Supreme Court of Pennsylvania
Streater's Estate, 241 Pa. 142 (Pa. 1913)
88 A. 314; 1913 Pa. LEXIS 749
Brown, Elkin, Mestrezat, Moschzisker, Potter

Streater's Estate

Opinion of the Court

Per Curiam,

By the account of the administrator of S. B. Sturdevant, the deceased trustee, as restated by the court below, the appellants will receive everything to which they are entitled. The matters of which they complain on this appeal occurred more than twenty years before the death of the trustee, and, if any fraud was practiced by him and his deceased attorney, it was upon Charles Streater, in depriving him of income which he ought to have received. He lived for twenty years after the alleged fraud was perpetrated, but never complained of it, and both appeals are dismissed on the following from the opinion of the court below: “The cash considerations mentioned in the deed and the assignment of the bank stock are small considering the length of time *144Streater lived, which was a chance that Byman took. It is clear that all the facts are not known by us, as the parties are all dead. It is now too late for Streater’s heirs to do what he neglected to do, as regards the income, during his lifetime: Church v. Winton, 196 Pa. 107; Campbell v. Boggs, 48 Pa. 524; Derr’s Est., 203 Pa. 96. The case of Kribbs v. Downing, 25 Pa. 399, involved the transactions of an attorney with his client, and the court disposes of the charges of fraud in the following words: ‘When a person, against whom a fraud has been perpetrated, lies by for twenty-one years without causing it to be investigated, he will not then be permitted to show it. From so long an acquiescence, the presumption of law is conclusive that all was done rightly.’ ”
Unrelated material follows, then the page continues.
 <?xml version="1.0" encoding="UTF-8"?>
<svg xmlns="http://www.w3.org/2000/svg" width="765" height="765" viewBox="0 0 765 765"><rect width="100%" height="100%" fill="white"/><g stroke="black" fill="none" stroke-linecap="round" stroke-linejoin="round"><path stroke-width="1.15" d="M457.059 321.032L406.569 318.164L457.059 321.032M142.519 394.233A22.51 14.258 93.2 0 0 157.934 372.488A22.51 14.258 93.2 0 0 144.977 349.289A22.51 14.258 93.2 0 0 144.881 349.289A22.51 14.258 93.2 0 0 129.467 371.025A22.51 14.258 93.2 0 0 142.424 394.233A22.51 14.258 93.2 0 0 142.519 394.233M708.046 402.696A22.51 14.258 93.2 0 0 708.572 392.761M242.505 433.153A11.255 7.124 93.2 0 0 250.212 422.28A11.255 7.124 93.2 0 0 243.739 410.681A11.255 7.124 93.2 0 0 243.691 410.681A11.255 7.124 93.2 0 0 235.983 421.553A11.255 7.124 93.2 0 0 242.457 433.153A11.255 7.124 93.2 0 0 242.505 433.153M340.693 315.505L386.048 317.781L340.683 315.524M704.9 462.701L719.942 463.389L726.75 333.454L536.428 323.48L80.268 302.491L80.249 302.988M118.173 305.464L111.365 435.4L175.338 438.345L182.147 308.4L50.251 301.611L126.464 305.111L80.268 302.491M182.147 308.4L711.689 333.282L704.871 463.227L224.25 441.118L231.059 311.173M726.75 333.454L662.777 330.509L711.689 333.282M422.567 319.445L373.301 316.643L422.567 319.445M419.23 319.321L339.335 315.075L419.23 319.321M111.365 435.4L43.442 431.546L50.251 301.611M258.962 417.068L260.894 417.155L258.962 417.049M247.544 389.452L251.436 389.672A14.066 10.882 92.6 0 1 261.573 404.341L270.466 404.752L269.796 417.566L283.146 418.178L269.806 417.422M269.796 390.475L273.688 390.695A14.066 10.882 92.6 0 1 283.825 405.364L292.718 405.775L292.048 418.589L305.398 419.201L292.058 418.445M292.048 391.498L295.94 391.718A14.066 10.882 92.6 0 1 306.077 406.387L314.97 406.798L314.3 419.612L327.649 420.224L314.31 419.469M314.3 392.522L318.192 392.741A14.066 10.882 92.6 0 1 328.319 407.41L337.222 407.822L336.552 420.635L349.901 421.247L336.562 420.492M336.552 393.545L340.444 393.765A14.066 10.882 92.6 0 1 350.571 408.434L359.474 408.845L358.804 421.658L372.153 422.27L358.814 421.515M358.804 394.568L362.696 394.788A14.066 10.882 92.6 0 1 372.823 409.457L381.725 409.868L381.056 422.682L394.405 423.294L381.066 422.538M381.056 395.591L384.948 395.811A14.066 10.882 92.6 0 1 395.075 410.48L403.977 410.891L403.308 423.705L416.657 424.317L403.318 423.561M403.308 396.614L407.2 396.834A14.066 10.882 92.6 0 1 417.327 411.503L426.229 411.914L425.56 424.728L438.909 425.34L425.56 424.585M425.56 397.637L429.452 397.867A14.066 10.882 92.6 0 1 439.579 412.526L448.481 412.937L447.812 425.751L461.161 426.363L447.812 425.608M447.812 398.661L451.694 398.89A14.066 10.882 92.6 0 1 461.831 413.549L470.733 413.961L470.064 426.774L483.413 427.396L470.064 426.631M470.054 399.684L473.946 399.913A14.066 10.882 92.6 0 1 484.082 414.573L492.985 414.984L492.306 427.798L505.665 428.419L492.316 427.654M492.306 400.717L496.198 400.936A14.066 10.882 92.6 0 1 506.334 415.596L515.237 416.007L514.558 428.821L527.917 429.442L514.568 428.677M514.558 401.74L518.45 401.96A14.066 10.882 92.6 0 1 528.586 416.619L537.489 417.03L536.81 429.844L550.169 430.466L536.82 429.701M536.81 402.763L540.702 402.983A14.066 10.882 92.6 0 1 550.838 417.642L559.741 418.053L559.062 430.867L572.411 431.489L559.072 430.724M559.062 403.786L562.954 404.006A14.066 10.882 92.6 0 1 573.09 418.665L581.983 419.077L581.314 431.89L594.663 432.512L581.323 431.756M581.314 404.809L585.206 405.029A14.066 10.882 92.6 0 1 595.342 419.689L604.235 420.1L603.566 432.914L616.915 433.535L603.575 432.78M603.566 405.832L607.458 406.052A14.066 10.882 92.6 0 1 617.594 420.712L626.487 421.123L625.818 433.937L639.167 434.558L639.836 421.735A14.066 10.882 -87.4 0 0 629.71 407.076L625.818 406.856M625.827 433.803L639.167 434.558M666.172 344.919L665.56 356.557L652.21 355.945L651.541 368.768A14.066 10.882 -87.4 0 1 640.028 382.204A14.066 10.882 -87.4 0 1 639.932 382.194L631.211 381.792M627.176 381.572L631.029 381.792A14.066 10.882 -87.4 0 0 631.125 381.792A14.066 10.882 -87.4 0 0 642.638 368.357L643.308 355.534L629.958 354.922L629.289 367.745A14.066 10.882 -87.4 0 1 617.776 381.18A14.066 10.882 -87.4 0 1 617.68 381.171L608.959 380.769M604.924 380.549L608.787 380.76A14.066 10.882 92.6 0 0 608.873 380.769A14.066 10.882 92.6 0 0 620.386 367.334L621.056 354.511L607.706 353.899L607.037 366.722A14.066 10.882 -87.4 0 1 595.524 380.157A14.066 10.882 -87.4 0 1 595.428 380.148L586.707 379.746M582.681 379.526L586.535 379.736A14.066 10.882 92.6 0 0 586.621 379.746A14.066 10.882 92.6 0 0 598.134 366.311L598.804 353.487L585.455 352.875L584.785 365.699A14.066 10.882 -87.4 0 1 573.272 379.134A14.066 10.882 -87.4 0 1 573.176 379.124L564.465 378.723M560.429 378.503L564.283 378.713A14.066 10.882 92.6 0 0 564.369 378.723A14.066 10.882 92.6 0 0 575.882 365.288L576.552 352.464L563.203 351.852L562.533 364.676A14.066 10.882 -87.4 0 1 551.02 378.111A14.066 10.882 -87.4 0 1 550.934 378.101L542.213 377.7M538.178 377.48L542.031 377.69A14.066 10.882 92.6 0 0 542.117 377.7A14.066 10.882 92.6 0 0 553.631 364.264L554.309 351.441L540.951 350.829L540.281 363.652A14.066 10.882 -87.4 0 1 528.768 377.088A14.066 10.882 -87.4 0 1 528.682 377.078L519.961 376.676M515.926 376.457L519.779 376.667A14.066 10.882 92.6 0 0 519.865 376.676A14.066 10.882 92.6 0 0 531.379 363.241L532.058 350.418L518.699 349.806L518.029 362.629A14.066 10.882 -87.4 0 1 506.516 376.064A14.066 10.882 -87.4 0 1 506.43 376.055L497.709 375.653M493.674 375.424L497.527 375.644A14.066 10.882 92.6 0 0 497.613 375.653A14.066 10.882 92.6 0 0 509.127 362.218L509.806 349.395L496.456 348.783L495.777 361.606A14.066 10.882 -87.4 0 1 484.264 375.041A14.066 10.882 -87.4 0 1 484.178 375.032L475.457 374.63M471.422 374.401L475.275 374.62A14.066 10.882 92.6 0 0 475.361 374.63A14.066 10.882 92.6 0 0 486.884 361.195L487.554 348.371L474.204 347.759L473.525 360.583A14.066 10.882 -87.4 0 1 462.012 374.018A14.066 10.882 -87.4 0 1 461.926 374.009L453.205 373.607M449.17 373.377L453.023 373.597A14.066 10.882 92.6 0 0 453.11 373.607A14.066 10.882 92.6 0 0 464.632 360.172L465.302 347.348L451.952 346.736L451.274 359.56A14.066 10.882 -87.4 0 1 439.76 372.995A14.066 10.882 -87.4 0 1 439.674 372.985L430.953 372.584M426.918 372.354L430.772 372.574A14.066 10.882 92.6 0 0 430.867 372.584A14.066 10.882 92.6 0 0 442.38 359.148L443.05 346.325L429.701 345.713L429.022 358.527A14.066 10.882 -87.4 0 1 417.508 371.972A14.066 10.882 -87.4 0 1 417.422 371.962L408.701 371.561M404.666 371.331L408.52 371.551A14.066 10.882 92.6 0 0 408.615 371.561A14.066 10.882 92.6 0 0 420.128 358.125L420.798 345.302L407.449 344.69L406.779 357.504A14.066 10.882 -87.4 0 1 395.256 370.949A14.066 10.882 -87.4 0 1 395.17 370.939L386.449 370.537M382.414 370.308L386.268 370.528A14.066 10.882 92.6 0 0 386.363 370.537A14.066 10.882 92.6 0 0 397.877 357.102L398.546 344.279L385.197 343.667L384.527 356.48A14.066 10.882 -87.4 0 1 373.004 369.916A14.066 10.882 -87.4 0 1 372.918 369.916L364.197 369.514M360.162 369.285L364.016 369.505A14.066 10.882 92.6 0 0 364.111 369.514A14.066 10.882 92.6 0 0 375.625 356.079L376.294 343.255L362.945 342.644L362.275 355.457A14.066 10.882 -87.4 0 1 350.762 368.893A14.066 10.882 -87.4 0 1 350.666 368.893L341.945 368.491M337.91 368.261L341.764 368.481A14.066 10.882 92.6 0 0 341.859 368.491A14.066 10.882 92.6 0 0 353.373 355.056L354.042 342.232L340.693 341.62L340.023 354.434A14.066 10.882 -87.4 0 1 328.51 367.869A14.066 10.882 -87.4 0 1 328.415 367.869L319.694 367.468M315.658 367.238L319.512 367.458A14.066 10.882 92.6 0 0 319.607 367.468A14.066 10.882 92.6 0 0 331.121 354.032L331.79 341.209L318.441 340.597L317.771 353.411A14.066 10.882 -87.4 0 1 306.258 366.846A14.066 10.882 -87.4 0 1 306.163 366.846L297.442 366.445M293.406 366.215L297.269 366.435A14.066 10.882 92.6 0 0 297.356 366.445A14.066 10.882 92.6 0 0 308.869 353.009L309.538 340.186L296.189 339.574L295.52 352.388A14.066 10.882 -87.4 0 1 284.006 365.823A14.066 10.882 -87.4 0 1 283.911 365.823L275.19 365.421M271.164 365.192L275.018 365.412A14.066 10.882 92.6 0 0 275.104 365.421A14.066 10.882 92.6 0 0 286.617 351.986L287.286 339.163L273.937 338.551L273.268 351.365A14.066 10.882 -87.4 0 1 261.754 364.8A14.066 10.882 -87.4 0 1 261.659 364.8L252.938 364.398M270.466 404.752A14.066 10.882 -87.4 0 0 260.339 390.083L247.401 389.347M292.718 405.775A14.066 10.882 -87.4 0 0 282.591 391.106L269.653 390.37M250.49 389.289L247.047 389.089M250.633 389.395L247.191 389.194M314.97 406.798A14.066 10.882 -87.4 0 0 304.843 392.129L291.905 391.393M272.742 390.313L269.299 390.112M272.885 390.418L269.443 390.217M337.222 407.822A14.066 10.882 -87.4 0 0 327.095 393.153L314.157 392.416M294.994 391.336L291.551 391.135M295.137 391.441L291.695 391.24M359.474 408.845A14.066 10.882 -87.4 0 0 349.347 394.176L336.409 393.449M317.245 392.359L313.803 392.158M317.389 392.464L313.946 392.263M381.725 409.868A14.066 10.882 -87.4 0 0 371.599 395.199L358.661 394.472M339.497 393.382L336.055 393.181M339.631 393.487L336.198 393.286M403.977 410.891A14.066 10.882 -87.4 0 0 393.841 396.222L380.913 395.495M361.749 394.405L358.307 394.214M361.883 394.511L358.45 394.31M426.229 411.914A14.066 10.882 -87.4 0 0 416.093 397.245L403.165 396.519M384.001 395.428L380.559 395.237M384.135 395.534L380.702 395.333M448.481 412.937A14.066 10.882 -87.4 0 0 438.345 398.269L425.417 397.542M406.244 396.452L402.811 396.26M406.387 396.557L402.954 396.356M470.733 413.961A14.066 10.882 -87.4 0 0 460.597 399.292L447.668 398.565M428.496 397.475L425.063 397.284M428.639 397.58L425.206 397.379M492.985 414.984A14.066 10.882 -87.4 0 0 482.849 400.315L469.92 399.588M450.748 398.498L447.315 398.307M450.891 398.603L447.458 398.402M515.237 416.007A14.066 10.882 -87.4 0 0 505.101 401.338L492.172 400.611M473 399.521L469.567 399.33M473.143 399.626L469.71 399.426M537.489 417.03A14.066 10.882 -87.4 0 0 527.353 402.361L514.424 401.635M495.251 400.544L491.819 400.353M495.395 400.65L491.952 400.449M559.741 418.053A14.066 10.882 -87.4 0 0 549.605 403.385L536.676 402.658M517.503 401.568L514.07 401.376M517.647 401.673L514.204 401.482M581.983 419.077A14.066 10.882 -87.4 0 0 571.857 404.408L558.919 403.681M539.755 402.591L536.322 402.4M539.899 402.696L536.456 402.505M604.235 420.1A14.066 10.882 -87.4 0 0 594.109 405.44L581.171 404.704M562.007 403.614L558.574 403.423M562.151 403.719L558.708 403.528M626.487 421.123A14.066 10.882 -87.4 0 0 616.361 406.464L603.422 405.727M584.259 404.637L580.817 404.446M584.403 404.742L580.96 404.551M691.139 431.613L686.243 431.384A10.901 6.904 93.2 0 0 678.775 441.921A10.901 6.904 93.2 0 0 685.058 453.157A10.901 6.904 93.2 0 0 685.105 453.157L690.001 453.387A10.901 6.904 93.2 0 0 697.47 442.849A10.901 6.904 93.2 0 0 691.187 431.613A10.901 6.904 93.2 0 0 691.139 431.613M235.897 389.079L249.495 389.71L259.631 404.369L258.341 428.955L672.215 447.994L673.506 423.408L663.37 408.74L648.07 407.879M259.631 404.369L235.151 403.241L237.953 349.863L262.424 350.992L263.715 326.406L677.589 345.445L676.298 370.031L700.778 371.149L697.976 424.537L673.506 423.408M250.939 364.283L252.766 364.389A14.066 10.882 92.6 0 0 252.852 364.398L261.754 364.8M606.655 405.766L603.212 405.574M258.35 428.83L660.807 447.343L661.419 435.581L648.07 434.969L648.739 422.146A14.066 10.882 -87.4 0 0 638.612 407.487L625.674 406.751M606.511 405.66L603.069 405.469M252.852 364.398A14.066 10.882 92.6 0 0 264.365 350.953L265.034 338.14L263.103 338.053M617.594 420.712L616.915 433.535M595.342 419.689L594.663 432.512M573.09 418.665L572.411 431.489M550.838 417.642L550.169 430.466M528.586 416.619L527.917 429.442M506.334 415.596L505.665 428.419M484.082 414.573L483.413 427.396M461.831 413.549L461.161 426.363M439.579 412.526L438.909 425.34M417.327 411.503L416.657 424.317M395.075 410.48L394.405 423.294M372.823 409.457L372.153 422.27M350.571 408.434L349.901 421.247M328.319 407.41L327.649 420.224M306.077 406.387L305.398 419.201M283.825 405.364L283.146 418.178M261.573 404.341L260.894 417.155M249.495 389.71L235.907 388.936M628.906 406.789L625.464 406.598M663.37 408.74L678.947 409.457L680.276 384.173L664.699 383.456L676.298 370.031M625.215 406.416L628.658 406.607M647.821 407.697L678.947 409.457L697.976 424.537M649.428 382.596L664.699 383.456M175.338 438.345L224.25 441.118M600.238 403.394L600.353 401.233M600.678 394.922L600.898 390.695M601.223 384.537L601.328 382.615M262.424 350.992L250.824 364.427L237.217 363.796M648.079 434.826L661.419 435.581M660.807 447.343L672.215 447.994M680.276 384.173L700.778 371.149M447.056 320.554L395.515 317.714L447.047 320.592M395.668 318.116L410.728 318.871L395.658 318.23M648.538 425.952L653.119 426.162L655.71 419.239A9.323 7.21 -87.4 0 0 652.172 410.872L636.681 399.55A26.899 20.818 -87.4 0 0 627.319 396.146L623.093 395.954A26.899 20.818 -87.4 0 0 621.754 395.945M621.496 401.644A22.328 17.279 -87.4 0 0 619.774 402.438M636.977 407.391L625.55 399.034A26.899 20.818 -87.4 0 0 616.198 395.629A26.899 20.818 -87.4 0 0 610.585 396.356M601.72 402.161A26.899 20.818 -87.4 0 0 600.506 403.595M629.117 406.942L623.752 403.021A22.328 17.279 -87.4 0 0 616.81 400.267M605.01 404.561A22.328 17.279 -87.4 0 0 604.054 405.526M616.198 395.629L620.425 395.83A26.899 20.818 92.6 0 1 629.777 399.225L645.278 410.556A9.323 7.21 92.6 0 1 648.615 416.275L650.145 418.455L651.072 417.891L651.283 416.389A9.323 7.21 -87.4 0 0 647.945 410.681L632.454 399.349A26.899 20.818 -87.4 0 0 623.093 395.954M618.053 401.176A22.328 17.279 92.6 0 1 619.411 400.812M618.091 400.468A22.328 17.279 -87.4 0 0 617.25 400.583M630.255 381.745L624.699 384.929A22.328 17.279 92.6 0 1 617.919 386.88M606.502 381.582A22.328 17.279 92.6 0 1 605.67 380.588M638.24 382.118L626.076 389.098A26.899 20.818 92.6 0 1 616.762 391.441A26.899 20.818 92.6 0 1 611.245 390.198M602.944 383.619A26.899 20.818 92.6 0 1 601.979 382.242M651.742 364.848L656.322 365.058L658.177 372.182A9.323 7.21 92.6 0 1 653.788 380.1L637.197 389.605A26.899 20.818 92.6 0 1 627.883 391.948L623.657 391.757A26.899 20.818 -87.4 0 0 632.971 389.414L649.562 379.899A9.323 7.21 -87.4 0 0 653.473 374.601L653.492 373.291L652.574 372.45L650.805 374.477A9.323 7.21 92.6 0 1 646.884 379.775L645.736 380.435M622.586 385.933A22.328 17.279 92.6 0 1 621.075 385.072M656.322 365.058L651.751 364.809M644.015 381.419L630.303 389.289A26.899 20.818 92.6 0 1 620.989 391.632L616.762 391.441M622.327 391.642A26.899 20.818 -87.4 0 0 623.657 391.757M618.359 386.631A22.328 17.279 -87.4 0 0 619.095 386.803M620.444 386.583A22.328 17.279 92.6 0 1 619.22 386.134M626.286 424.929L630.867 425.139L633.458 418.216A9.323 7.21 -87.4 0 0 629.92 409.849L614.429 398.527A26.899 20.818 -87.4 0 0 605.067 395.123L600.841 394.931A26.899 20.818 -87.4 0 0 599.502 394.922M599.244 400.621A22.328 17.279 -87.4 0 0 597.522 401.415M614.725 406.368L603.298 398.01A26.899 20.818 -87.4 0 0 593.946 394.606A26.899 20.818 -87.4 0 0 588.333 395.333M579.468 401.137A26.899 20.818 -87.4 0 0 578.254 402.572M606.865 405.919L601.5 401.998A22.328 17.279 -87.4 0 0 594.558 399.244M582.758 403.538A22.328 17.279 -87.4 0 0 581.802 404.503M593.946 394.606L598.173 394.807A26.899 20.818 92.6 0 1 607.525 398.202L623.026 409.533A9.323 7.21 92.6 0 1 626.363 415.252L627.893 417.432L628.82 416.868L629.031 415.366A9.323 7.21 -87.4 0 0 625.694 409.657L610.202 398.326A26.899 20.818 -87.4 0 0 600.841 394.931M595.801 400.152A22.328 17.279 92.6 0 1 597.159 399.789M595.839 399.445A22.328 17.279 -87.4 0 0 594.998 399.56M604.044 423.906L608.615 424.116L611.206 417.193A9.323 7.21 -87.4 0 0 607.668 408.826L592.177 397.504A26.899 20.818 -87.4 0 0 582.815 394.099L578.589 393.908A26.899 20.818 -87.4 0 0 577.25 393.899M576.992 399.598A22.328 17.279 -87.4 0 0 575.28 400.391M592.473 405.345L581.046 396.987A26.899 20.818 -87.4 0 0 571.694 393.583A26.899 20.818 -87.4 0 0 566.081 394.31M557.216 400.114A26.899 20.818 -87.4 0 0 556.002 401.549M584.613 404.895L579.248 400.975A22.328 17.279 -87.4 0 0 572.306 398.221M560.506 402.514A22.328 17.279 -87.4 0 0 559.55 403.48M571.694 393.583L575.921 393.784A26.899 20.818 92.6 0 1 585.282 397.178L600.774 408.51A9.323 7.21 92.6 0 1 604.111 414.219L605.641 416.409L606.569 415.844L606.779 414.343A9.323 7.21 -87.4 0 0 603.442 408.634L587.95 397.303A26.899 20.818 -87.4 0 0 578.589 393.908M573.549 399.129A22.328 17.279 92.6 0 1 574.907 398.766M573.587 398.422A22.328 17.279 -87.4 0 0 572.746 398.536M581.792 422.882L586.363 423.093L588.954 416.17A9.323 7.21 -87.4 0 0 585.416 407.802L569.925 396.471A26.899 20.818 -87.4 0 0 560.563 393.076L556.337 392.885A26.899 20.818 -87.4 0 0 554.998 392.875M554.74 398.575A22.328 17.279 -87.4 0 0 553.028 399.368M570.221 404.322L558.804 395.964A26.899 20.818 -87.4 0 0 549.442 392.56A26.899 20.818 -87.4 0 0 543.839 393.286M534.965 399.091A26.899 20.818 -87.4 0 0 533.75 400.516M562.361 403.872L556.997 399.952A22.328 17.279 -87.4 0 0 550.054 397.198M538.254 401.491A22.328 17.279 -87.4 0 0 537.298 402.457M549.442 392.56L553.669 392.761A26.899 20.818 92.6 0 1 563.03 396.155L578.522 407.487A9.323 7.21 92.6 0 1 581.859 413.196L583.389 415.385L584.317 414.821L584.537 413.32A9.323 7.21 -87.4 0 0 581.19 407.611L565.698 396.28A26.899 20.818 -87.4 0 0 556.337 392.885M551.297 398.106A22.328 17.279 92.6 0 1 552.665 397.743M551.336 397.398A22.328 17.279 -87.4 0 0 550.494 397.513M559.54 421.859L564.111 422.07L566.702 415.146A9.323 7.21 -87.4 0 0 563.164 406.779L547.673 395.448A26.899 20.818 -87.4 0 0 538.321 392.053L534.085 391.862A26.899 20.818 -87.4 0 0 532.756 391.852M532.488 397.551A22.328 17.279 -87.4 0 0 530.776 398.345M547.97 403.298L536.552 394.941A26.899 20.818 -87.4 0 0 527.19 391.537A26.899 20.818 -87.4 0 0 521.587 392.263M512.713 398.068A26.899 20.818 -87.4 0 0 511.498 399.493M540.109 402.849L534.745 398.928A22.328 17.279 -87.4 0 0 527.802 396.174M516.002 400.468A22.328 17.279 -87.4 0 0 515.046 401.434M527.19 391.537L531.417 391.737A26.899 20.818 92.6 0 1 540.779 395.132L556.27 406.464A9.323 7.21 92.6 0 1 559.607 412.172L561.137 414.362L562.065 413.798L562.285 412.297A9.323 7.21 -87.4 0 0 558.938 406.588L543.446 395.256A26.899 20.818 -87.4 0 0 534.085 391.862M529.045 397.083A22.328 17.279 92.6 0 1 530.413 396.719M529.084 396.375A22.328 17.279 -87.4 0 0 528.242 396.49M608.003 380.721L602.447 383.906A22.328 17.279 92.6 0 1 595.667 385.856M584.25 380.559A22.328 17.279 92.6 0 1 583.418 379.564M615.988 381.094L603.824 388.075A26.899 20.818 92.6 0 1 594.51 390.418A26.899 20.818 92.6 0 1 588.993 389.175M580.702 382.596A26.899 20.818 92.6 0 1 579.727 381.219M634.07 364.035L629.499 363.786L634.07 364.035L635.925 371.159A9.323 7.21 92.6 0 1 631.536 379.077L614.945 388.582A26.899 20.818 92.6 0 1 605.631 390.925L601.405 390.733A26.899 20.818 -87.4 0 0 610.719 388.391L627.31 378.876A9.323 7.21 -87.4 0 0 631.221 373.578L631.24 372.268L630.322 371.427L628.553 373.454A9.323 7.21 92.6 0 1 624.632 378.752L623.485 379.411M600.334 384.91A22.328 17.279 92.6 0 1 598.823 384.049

Appeals dismissed at appellants’ costs.

Reference

Status
Published
Syllabus
Practice, O. G. — Fraud—Gross laches. 1. When a person against -whom an alleged fraud has been perpetrated lies by for twenty years, without causing it to be investigated, he will not then be permitted to show it. From So long an acquiescence, the presumption of law is conclusive that all was done rightly. 2. Appellants, upon the audit of the account of an administrator, claimed that certain fraud had been practiced upon one, under whom they claimed, by a trustee and a deceased attorney, some twenty years before the trustee’s death, and some twenty years before tbe death of the person against whom the fraud was alleged to have been perpetrated, and who never made any complaint of it. Held, it is now too late for the heirs of the person alleged to have been defrauded to do what he neglected to do during his lifetime.